The incoming Democratic chairs of two key U.S. Senate committees want the federal agency in charge of the 340B program “to take immediate action to clarify that implementation of a rebate model by [drug] manufacturers would violate a material condition of the 340B Drug Pricing Program.”
In a Jan. 8 letter to outgoing U.S. Health and Human Services (HHS) Secretary Alex Azar, Sens. Patty Murray (D-Wash.) and Tammy Baldwin (D-Wis.) said drug industry technology vendor Kalderos’ service to let manufacturers pay back-end drug rebates instead of up-front 340B drug discounts “violates both the spirit and the letter” of federal law, and “would significantly threaten the ability of 340B covered entities to access 340B savings and could result in denial of 340B pricing altogether.”
That Murray and Baldwin went to bat for 340B covered entities just five days into the new session of Congress speaks volumes about how the Senate will approach 340B under Democratic management.
Murray will soon chair the Senate Health, Education, Labor, and Pensions (HELP) Committee with jurisdiction over 340B. Baldwin will be one of its senior Democrats. Baldwin also will soon chair the Senate Appropriations subcommittee that oversees most federal health care spending including the U.S. Health and Human Services Department (HHS) and the Health Resources and Services Administration (HRSA). Democrats will take control of the Senate after party members Raphael Warnock and Jon Ossoff of Georgia are sworn in later this month. Warnock and Ossoff both won Senate run-off elections last week.
Kalderos’ rebate service is called 340B Pay.
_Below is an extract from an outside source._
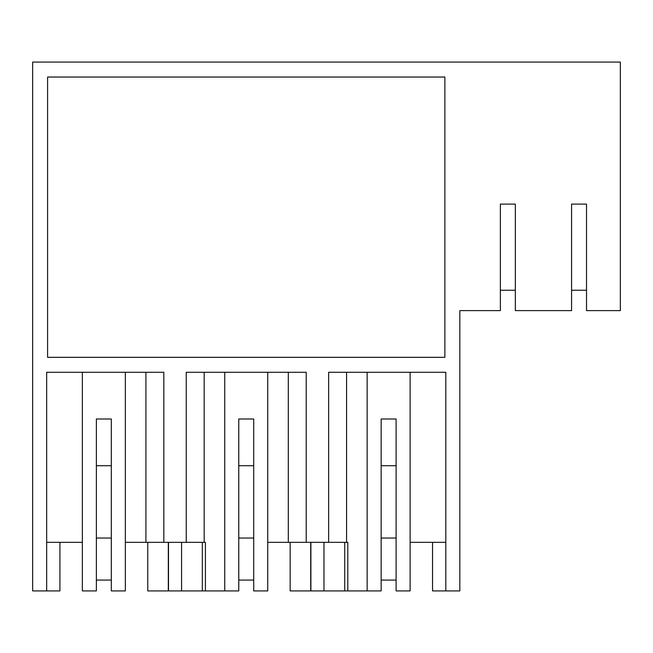 <?xml version="1.0" encoding="UTF-8"?>
<svg xmlns="http://www.w3.org/2000/svg" width="653" height="653" viewBox="0 0 653 653"><rect width="100%" height="100%" fill="white"/><g stroke="black" fill="none" stroke-linecap="round" stroke-linejoin="round"><path stroke-width="0.98" d="M147.758 542.333L147.758 590.916L168.319 590.916L168.319 542.333L168.319 590.916L205.409 590.916L205.409 542.333L175.045 542.333M46.665 590.916L32.65 590.916L32.65 62.084L620.35 62.084L620.35 310.616L586.525 310.616L586.525 204.103L571.579 204.103L571.579 310.616L515.331 310.616L515.331 204.103L500.378 204.103L500.378 310.616L459.826 310.616L459.826 590.916L445.811 590.916L445.811 372.283L328.647 372.283L328.647 542.333L306.224 542.333L306.224 372.283L186.252 372.283L186.252 542.333L163.83 542.333L163.83 372.283L46.665 372.283L46.665 590.916L59.929 590.916L59.929 542.333M125.335 542.333L163.83 542.333M125.335 372.283L125.335 590.916L111.32 590.916L111.32 418.997L96.375 418.997L96.375 590.916L82.36 590.916L82.36 372.283M46.665 542.333L82.36 542.333M267.73 372.283L267.73 590.916L253.715 590.916L253.715 418.997L238.769 418.997L238.769 590.916L205.409 590.916M168.507 590.916L168.507 542.333M145.913 542.333L145.913 372.283M444.881 357.33L47.596 357.33L47.596 77.03L444.881 77.03L444.881 357.33L428.344 357.33M317.44 542.333L347.804 542.333L347.804 590.916L310.714 590.916L310.714 542.333M346.563 542.333L346.563 372.283M410.125 372.283L410.125 590.916L396.11 590.916L396.11 418.997L381.156 418.997L381.156 590.916L347.804 590.916M267.73 542.333L306.224 542.333M445.811 590.916L432.547 590.916L432.547 542.333M445.811 542.333L410.125 542.333M310.714 590.916L290.152 590.916L290.152 542.333M367.141 372.283L367.141 590.916M323.978 590.916L323.978 542.333M344.719 590.916L344.719 542.333M204.177 542.333L204.177 372.283M202.324 590.916L202.324 542.333M181.583 590.916L181.583 542.333M224.746 372.283L224.746 590.916M310.893 590.916L310.893 542.333M288.308 542.333L288.308 372.283M459.826 310.616L472.258 310.616M111.32 580.076L96.375 580.076M111.32 538.031L96.375 538.031M253.715 580.076L238.769 580.076M253.715 538.031L238.769 538.031M396.11 580.076L381.156 580.076M396.11 538.031L381.156 538.031M515.331 290.25L500.378 290.25M586.525 290.25L571.579 290.25M96.375 465.72L111.32 465.72M381.156 465.72L396.11 465.72M238.769 465.72L253.715 465.72"/></g></svg>

Under it, covered entities can decide, for drugs they themselves dispense, whether they want reduced 340B pricing in the form of an up-front discount or a back-end rebate. For drugs dispensed at contract pharmacies, the only way to get 340B pricing will be via a Kalderos rebate. Kalderos told 340B Report last month it expected a number of manufacturers will begin using 340B Pay this calendar quarter.
Kalderos announced 340B Pay this summer at roughly the same time as several drug manufacturers separately announced they were ending or imposing claims-identification conditions on 340B pricing for drugs dispensed by contract pharmacies. In their letter to Azar, Murray and Baldwin said HRSA should include Kalderos’ 340B rebate service in its ongoing review of those other manufacturers’ denials of 340B pricing.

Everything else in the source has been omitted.